Penyediaan benih bermutu dalam jumlah besar dapat dilakukan dengan pembiakan vegetatif konvensional, seperti cangkok, sambung dan menempel (okulasi). Pada masa mendatang jika teknik kultur jaringan memungkinkan dapat digunakan untuk perbanyakan masal dan berkesinambungan, namun hal ini memerlukan sosialisasi pada petani. Selama ini petani pamelo di Magetan, Kudus

dan Pati lebih menyukai menggunakan bibit asal cangkok. Petani perlu diyakinkan bahwa bibit hasil perbanyakan klonal dengan penyambungan, okulasi dan kultur jaringan dapat berproduksi baik dan terjaga kebenaran varietasnya.

Dalam Peraturan Menteri Pertanian Nomor: 38/Permentan/Ot.140/7/2011, disebutkan bahwa untuk pendataan varietas dalam rangka pengawasan peredaran benih, perlu dilakukan pendaftaran varietas (Pasal 8 Ayat 1).
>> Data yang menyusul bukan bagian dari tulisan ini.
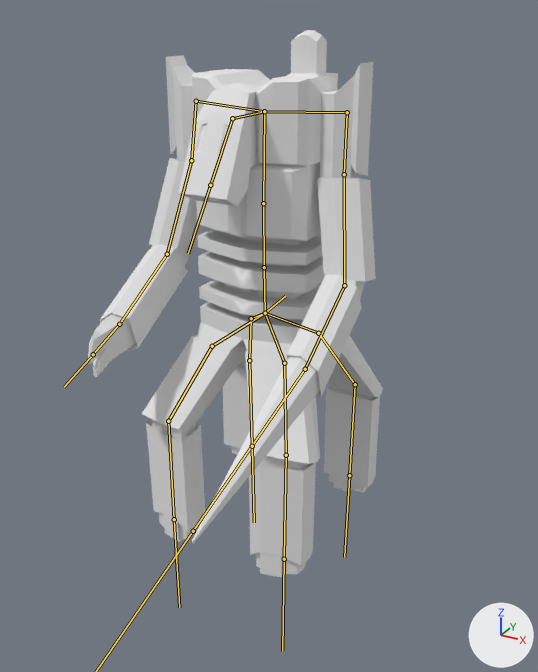
Two versions of the Blender file OutsideResources/Objects/Guard1.blend, one commit apart.
Before and after are seen from a 50 mm lens placed at (2.78, -4.99, 4.16), pointed at (0.2, -0.3, 1.81). The axes (+X, +Y, +Z) are drawn at lower right. The lights are the same throughout. The bones that bend it are drawn over the model as lines.

In view in the first picture: 'Robot'.
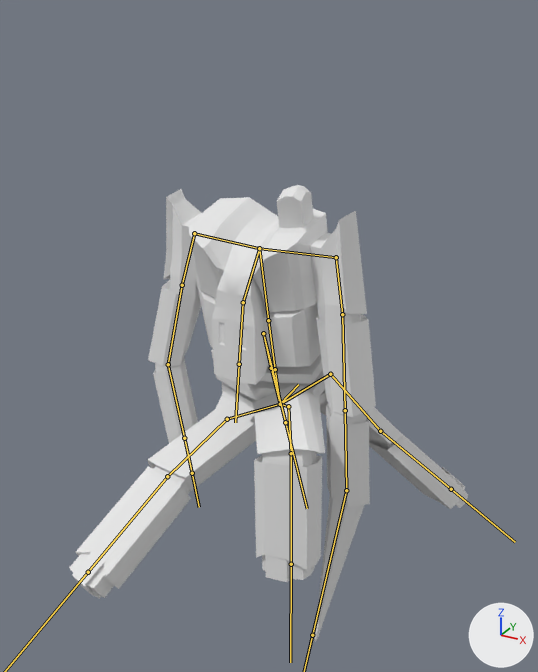
The newer file adds an action. The first version stands in its rest pose; the second is drawn at frame 55 of the action 'RobotDeath'.

Location of each change, [x1, y1, x2, y2] in pixels of the pictures (538 x 672 px):
```json
{"object": "Robot", "change": "posed", "before": [88, 30, 383, 577], "after": [69, 185, 468, 641], "on screen": "35% wider, 17% shorter"}
{"bone": "DefaultBone", "before": "(265, 313) to (285, 296)", "after": "(280, 404) to (298, 384)"}
{"bone": "Spine1", "before": "(265, 313) to (264, 267)", "after": "(280, 404) to (275, 369)"}
{"bone": "RightArm2", "before": "(196, 101) to (191, 160)", "after": "(194, 233) to (182, 285)"}
{"bone": "RightArm3", "before": "(191, 160) to (167, 254)", "after": "(182, 285) to (168, 364)"}
{"bone": "RightArm4", "before": "(167, 254) to (119, 324)", "after": "(168, 364) to (184, 438)"}
{"bone": "LeftArm2", "before": "(347, 112) to (344, 174)", "after": "(336, 257) to (342, 314)"}
{"bone": "LeftArm3", "before": "(344, 174) to (344, 285)", "after": "(342, 314) to (345, 410)"}
{"bone": "LeftArm4", "before": "(344, 285) to (305, 369)", "after": "(345, 410) to (346, 490)"}
{"bone": "Neck", "before": "(264, 111) to (232, 118)", "after": "(259, 248) to (243, 302)"}
{"bone": "Head", "before": "(232, 118) to (210, 185)", "after": "(243, 302) to (239, 364)"}
{"bone": "FrontLegLeft1", "before": "(265, 313) to (284, 363)", "after": "(280, 404) to (288, 406)"}
{"bone": "FrontLegLeft3", "before": "(286, 455) to (284, 559)", "after": "(291, 453) to (291, 564)"}
{"bone": "FrontLegRight1", "before": "(265, 313) to (212, 346)", "after": "(280, 404) to (227, 419)"}
{"bone": "FrontLegRight3", "before": "(168, 421) to (174, 519)", "after": "(167, 476) to (88, 572)"}
{"bone": "BackLegLeft1", "before": "(265, 313) to (318, 333)", "after": "(280, 404) to (330, 374)"}
{"bone": "BackLegLeft2", "before": "(318, 333) to (355, 384)", "after": "(330, 374) to (380, 431)"}
{"bone": "BackLegLeft3", "before": "(355, 384) to (349, 475)", "after": "(380, 431) to (451, 489)"}
{"bone": "BackLegRight1", "before": "(265, 313) to (251, 318)", "after": "(280, 404) to (271, 368)"}
{"bone": "BackLegRight2", "before": "(251, 318) to (249, 360)", "after": "(271, 368) to (263, 333)"}
{"bone": "BackLegRight3", "before": "(249, 360) to (252, 446)", "after": "(263, 333) to (285, 422)"}
```

The change, as JSON lines over the scene's bpy script:
```json
{"block": "bone_defaultbone", "where": "bone_defaultbone = bpy.data.objects['Armature'].pose.bones['DefaultBone']"}
{"op": "set", "path": "bone_defaultbone.location", "old": "(0.0, 0.0, 0.0)", "new": "(-1.002, 0.198, -0.064)"}
{"block": "bone_spine1", "where": "bone_spine1 = bpy.data.objects['Armature'].pose.bones['Spine1']  # child of 'DefaultBone'"}
{"op": "set", "path": "bone_spine1.rotation_quaternion", "old": "(1.0, 0.0, 0.0, 0.0)", "new": "(0.993, 0.115, -0.002, 0.0)", "note": "degrees (0, 0, 0) -> degrees (13, 0, 0)"}
{"block": "bone_rightarm2", "where": "bone_rightarm2 = bpy.data.objects['Armature'].pose.bones['RightArm2']  # child of 'RightArm1'"}
{"op": "set", "path": "bone_rightarm2.rotation_quaternion", "old": "(1.0, 0.0, 0.0, 0.0)", "new": "(0.983, 0.167, -0.045, -0.063)", "note": "degrees (0, 0, 0) -> degrees (20, -4, -8)"}
{"block": "bone_rightarm3", "where": "bone_rightarm3 = bpy.data.objects['Armature'].pose.bones['RightArm3']  # child of 'RightArm2'"}
{"op": "set", "path": "bone_rightarm3.rotation_quaternion", "old": "(1.0, 0.0, 0.0, 0.0)", "new": "(0.978, -0.171, -0.106, 0.051)", "note": "degrees (0, 0, 0) -> degrees (-21, -11, 8)"}
{"block": "bone_rightarm4", "where": "bone_rightarm4 = bpy.data.objects['Armature'].pose.bones['RightArm4']  # child of 'RightArm3'"}
{"op": "set", "path": "bone_rightarm4.rotation_quaternion", "old": "(1.0, 0.0, 0.0, 0.0)", "new": "(0.929, -0.332, -0.061, 0.153)", "note": "degrees (0, 0, 0) -> degrees (-39, -1, 19)"}
{"block": "bone_leftarm2", "where": "bone_leftarm2 = bpy.data.objects['Armature'].pose.bones['LeftArm2']  # child of 'LeftArm1'"}
{"op": "set", "path": "bone_leftarm2.rotation_quaternion", "old": "(1.0, 0.0, 0.0, 0.0)", "new": "(0.971, 0.167, 0.106, 0.136)", "note": "degrees (0, 0, 0) -> degrees (21, 9, 18)"}
{"block": "bone_leftarm3", "where": "bone_leftarm3 = bpy.data.objects['Armature'].pose.bones['LeftArm3']  # child of 'LeftArm2'"}
{"op": "set", "path": "bone_leftarm3.rotation_quaternion", "old": "(1.0, 0.0, 0.0, 0.0)", "new": "(0.956, -0.139, 0.162, -0.201)", "note": "degrees (0, 0, 0) -> degrees (-20, 15, -26)"}
{"block": "bone_leftarm4", "where": "bone_leftarm4 = bpy.data.objects['Armature'].pose.bones['LeftArm4']  # child of 'LeftArm3'"}
{"op": "set", "path": "bone_leftarm4.rotation_quaternion", "old": "(1.0, 0.0, 0.0, 0.0)", "new": "(0.928, -0.37, 0.018, 0.044)", "note": "degrees (0, 0, 0) -> degrees (-43, 4, 4)"}
{"block": "bone_neck", "where": "bone_neck = bpy.data.objects['Armature'].pose.bones['Neck']  # child of 'Spine3'"}
{"op": "set", "path": "bone_neck.rotation_quaternion", "old": "(1.0, 0.0, 0.0, 0.0)", "new": "(0.938, 0.348, 0.0, -0.004)", "note": "degrees (0, 0, 0) -> degrees (41, 0, 0)"}
{"block": "bone_head", "where": "bone_head = bpy.data.objects['Armature'].pose.bones['Head']  # child of 'Neck'"}
{"op": "set", "path": "bone_head.rotation_quaternion", "old": "(1.0, 0.0, 0.0, 0.0)", "new": "(0.976, -0.219, 0.0, 0.003)", "note": "degrees (0, 0, 0) -> degrees (-25, 0, 0)"}
{"block": "bone_frontlegleft1", "where": "bone_frontlegleft1 = bpy.data.objects['Armature'].pose.bones['FrontLegLeft1']  # child of 'DefaultBone'"}
{"op": "set", "path": "bone_frontlegleft1.rotation_quaternion", "old": "(1.0, 0.0, 0.0, 0.0)", "new": "(0.874, 0.407, 0.069, -0.256)", "note": "degrees (0, 0, 0) -> degrees (46, 19, -25)"}
{"block": "bone_frontlegleft3", "where": "bone_frontlegleft3 = bpy.data.objects['Armature'].pose.bones['FrontLegLeft3']  # child of 'FrontLegLeft2'"}
{"op": "set", "path": "bone_frontlegleft3.rotation_quaternion", "old": "(1.0, 0.0, 0.0, 0.0)", "new": "(0.891, -0.425, -0.063, 0.148)", "note": "degrees (0, 0, 0) -> degrees (-51, 1, 19)"}
{"block": "bone_frontlegright1", "where": "bone_frontlegright1 = bpy.data.objects['Armature'].pose.bones['FrontLegRight1']  # child of 'DefaultBone'"}
{"op": "set", "path": "bone_frontlegright1.rotation_quaternion", "old": "(1.0, 0.0, 0.0, 0.0)", "new": "(0.967, 0.23, 0.105, -0.044)", "note": "degrees (0, 0, 0) -> degrees (26, 13, -2)"}
{"block": "bone_frontlegright3", "where": "bone_frontlegright3 = bpy.data.objects['Armature'].pose.bones['FrontLegRight3']  # child of 'FrontLegRight2'"}
{"op": "set", "path": "bone_frontlegright3.rotation_quaternion", "old": "(1.0, 0.0, 0.0, 0.0)", "new": "(0.959, 0.272, 0.076, -0.019)", "note": "degrees (0, 0, 0) -> degrees (32, 9, 0)"}
{"block": "bone_backlegleft1", "where": "bone_backlegleft1 = bpy.data.objects['Armature'].pose.bones['BackLegLeft1']  # child of 'DefaultBone'"}
{"op": "set", "path": "bone_backlegleft1.rotation_quaternion", "old": "(1.0, 0.0, 0.0, 0.0)", "new": "(0.808, 0.085, 0.31, -0.495)", "note": "degrees (0, 0, 0) -> degrees (-12, 36, -67)"}
{"block": "bone_backlegleft2", "where": "bone_backlegleft2 = bpy.data.objects['Armature'].pose.bones['BackLegLeft2']  # child of 'BackLegLeft1'"}
{"op": "set", "path": "bone_backlegleft2.rotation_quaternion", "old": "(1.0, 0.0, 0.0, 0.0)", "new": "(0.787, -0.383, -0.213, 0.434)", "note": "degrees (0, 0, 0) -> degrees (-52, 0, 58)"}
{"block": "bone_backlegleft3", "where": "bone_backlegleft3 = bpy.data.objects['Armature'].pose.bones['BackLegLeft3']  # child of 'BackLegLeft2'"}
{"op": "set", "path": "bone_backlegleft3.rotation_quaternion", "old": "(1.0, 0.0, 0.0, 0.0)", "new": "(0.923, 0.121, 0.119, -0.347)", "note": "degrees (0, 0, 0) -> degrees (8, 18, -40)"}
{"block": "bone_backlegright1", "where": "bone_backlegright1 = bpy.data.objects['Armature'].pose.bones['BackLegRight1']  # child of 'DefaultBone'"}
{"op": "set", "path": "bone_backlegright1.rotation_quaternion", "old": "(1.0, 0.0, 0.0, 0.0)", "new": "(0.945, -0.04, -0.017, -0.325)", "note": "degrees (0, 0, 0) -> degrees (-4, -3, -38)"}
{"block": "bone_backlegright2", "where": "bone_backlegright2 = bpy.data.objects['Armature'].pose.bones['BackLegRight2']  # child of 'BackLegRight1'"}
{"op": "set", "path": "bone_backlegright2.rotation_quaternion", "old": "(1.0, 0.0, 0.0, 0.0)", "new": "(0.979, 0.061, -0.012, -0.194)", "note": "degrees (0, 0, 0) -> degrees (7, 0, -22)"}
{"block": "bone_backlegright3", "where": "bone_backlegright3 = bpy.data.objects['Armature'].pose.bones['BackLegRight3']  # child of 'BackLegRight2'"}
{"op": "set", "path": "bone_backlegright3.rotation_quaternion", "old": "(1.0, 0.0, 0.0, 0.0)", "new": "(0.765, -0.172, -0.06, 0.618)", "note": "degrees (0, 0, 0) -> degrees (-20, 7, 77)"}
```

Selanjutnya dalam Pasal 9 dijelaskan, bahwa varietas hasil pemuliaan atau varietas lokal yang didaftarkan harus memenuhi persyaratan yang meliputi: a. memiliki deskripsi varietas sesuai dengan standar yang ditetapkan oleh Direktur Jenderal Hortikultura, b. belum pernah didaftarkan untuk peredaran, c. memiliki keunggulan tertentu sebagaimana diakui oleh penyelenggara pemuliaan atau pemilik calon varietas/kuasanya seperti yang tercantum pada deskripsi, d. nama varietas dalam deskripsi pada huruf a mengikuti penamaan yang diatur dalam peraturan perundang-undangan di bidang perlindungan varietas tanaman. Berdasarkan Peraturan Menteri Pertanian tersebut, maka ‘Jawa 1’ memenuhi syarat untuk didaftarkan sebagai varietas unggul hortikultura. ‘Jawa 1’ telah dikarakterisasi dan dievaluasi, dan secara morfologi (Tabel 2, 3, 4 dan 5), biokimia (Gambar 9) dan molekuler (Gambar 12) dapat dibedakan dari varietas pamelo yang telah dilepas (‘Nambangan’, ‘Sri Nyonya’, ‘Magetan’, ‘Bageng Taji’ dan ‘Cikoneng ST’).

Pendaftaran varietas dapat dilakukan oleh penyelenggara pemuliaan atau pemilik calon verietas/kuasanya, baik perorangan, badan hukum, instansi pemerintah dan/atau pemerintah daerah (Peraturan Menteri Pertanian Nomor: 38/Permentan/Ot.140/7/2011 Bab III Pasal 8 Ayat 3). Dalam hal ini pemulia tanaman berperan menyediakan informasi mengenai karakter calon varietas yang diajukan. Sementara instansi pemerintah (Dinas Pertanian atau pemerintah daerah) menyediakan dukungan berupa dana bagi keperluan penyediaan bibit yang memenuhi standar mutu minimal, dan dana untuk pengujian keunggulan dan kebenaran varietas.